Synonym Token Filter questions

I am attempting to implement synonyms into my search and ran into a couple of questions.

  1. Firstly, I have a synonyms.txt file with the following mappings:

    foo, bar, baz

    When "baz" is queried in elasticsearch, it correctly returns the results for all three tokens but how do I tell ES to give a 'boost'/priority to "baz" (as that was the term that was actually searched)? Preferably, it would return all the "baz" results, and then the rest following.

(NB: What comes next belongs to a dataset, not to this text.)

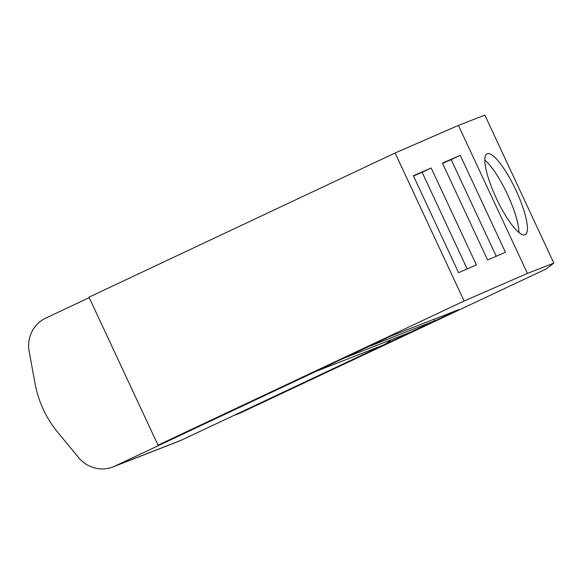 <?xml version="1.0" encoding="UTF-8"?>
<svg xmlns="http://www.w3.org/2000/svg" width="583" height="583" viewBox="0 0 583 583"><rect width="100%" height="100%" fill="white"/><g stroke="black" fill="none" stroke-linecap="round" stroke-linejoin="round"><path stroke-width="0.87" d="M525.028 234.781A44.716 10.589 64.8 0 0 525.181 234.716A44.716 10.589 64.8 0 0 515.86 190.073A44.716 10.589 64.8 0 0 487.235 153.737A44.716 10.589 64.8 0 0 487.075 153.803A44.716 10.589 64.8 0 0 496.395 198.446A44.716 10.589 64.8 0 0 525.028 234.781M484.801 160.063A44.716 10.589 -115.2 0 1 507.166 193.775A44.716 10.589 -115.2 0 1 518.914 232.486M413.515 176.03L422.128 172.276L467.187 268.923M442.555 163.378L451.169 159.625L496.228 256.265M464.112 300.996L158.008 445.164L88.995 297.17L395.099 153.001L464.112 300.996L527.426 273.412L553.85 263.108L545.79 269.135L239.686 413.303L234.796 415.169L236.756 414.098M553.85 263.108L484.837 115.106L458.406 125.418L395.099 153.001M267.189 399.77L458.602 309.66L390.253 336.325L199.685 426.078M267.203 399.807L266.657 400.018M158.008 445.164L171.038 439.64L199.714 426.137M458.406 125.418L527.426 273.412M460.242 155.355L505.432 252.257L487.621 260.018L442.431 163.116L460.242 155.355L451.169 159.625M431.201 168.006L413.391 175.767L458.581 272.669L476.391 264.915L431.201 168.006L422.128 172.276M433.774 319.346L434.51 320.912L367.88 346.907L343.934 358.137M343.948 358.173L410.585 332.179L434.51 320.912M390.96 339.838A31.11 30.221 68.7 0 1 383.25 345.107L181.481 440.129A31.11 30.221 68.7 0 1 179.644 440.923L113.015 466.917A31.11 30.221 -111.3 0 0 114.851 466.13L316.62 371.101A31.11 30.221 -111.3 0 0 318.609 370.067M89.221 297.643L45.817 318.085A31.11 30.221 -111.3 0 0 29.15 351.418L35.031 383.41A104.991 101.989 -111.3 0 0 58.001 432.659L78.698 457.67A31.11 30.221 -111.3 0 0 113.015 466.917M114.851 466.13L181.481 440.129M383.25 345.107L316.62 371.101"/></g></svg>

  2. Separately, I also have some trouble with multi-word synonyms. I have a synonyms.txt file with the following mappings:

    internet corporation for assigned names and numbers => icann

    When I query for 'internet corporation for assigned names and numbers', I want to return results with that whole phrase (or the abbreviated 'icann') only. At the moment, it is also returning results for the individual tokens, e.g. 'internet', 'corporation', etc. What do I need to put in my analyzer settings to achieve this? It's worth noting that this custom analyzer is only used for search_analyzer fields.

     "analysis": {
         "analyzer": {
             "synonym": {
                 "tokenizer": "standard",
                 "filter": ["lowercase", "synonym"]
             }
         },
         "filter": {
             "synonym": {
                 "type": "synonym",
                 "synonyms_path": "synonyms",
                 "expand": false
             }
         }
     }
    

Any help is greatly appreciated -- cheers!

To get exact matches ranked higher than synonym matches you need write a query that searches with and without synonyms at the same time. For example a bool query like this:

GET my_index/_search
{
  "query": {
    "bool": {
      "must": [
        {
          "match": {
            "my_field": "baz"
          }
        }
      ],
      "should": [
        {
          "match": {
            "my_field": {
              "query": "baz",
              "analyzer": "standard"
            }
          }
        }
      ]
    }
  }
}

The idea of the query above is that the optional should clause will only match exact hits, because it overrides the search analyzer. Documents that match this should clause will get a higher score.

If you want to search for phrases, then that is something you would not necessarily achieve with an analyzer. Take a look at using the match_phrase query instead. If you do want to go with an analyzer then check out this blog post for a useful pattern.

By the way, I see you are using the synonym filter. With multi-word synonyms, the synonym_graph filter will work better. You may want to switch to that filter.

Thanks for the resources @abdon. The biggest thing I was missing was using match_phrase instead of just match. This looks like it almost solves the problem on its own. I have also swapped to synonym_graph as it seems to fit my use-case better. I'll post back if I run into any more issues.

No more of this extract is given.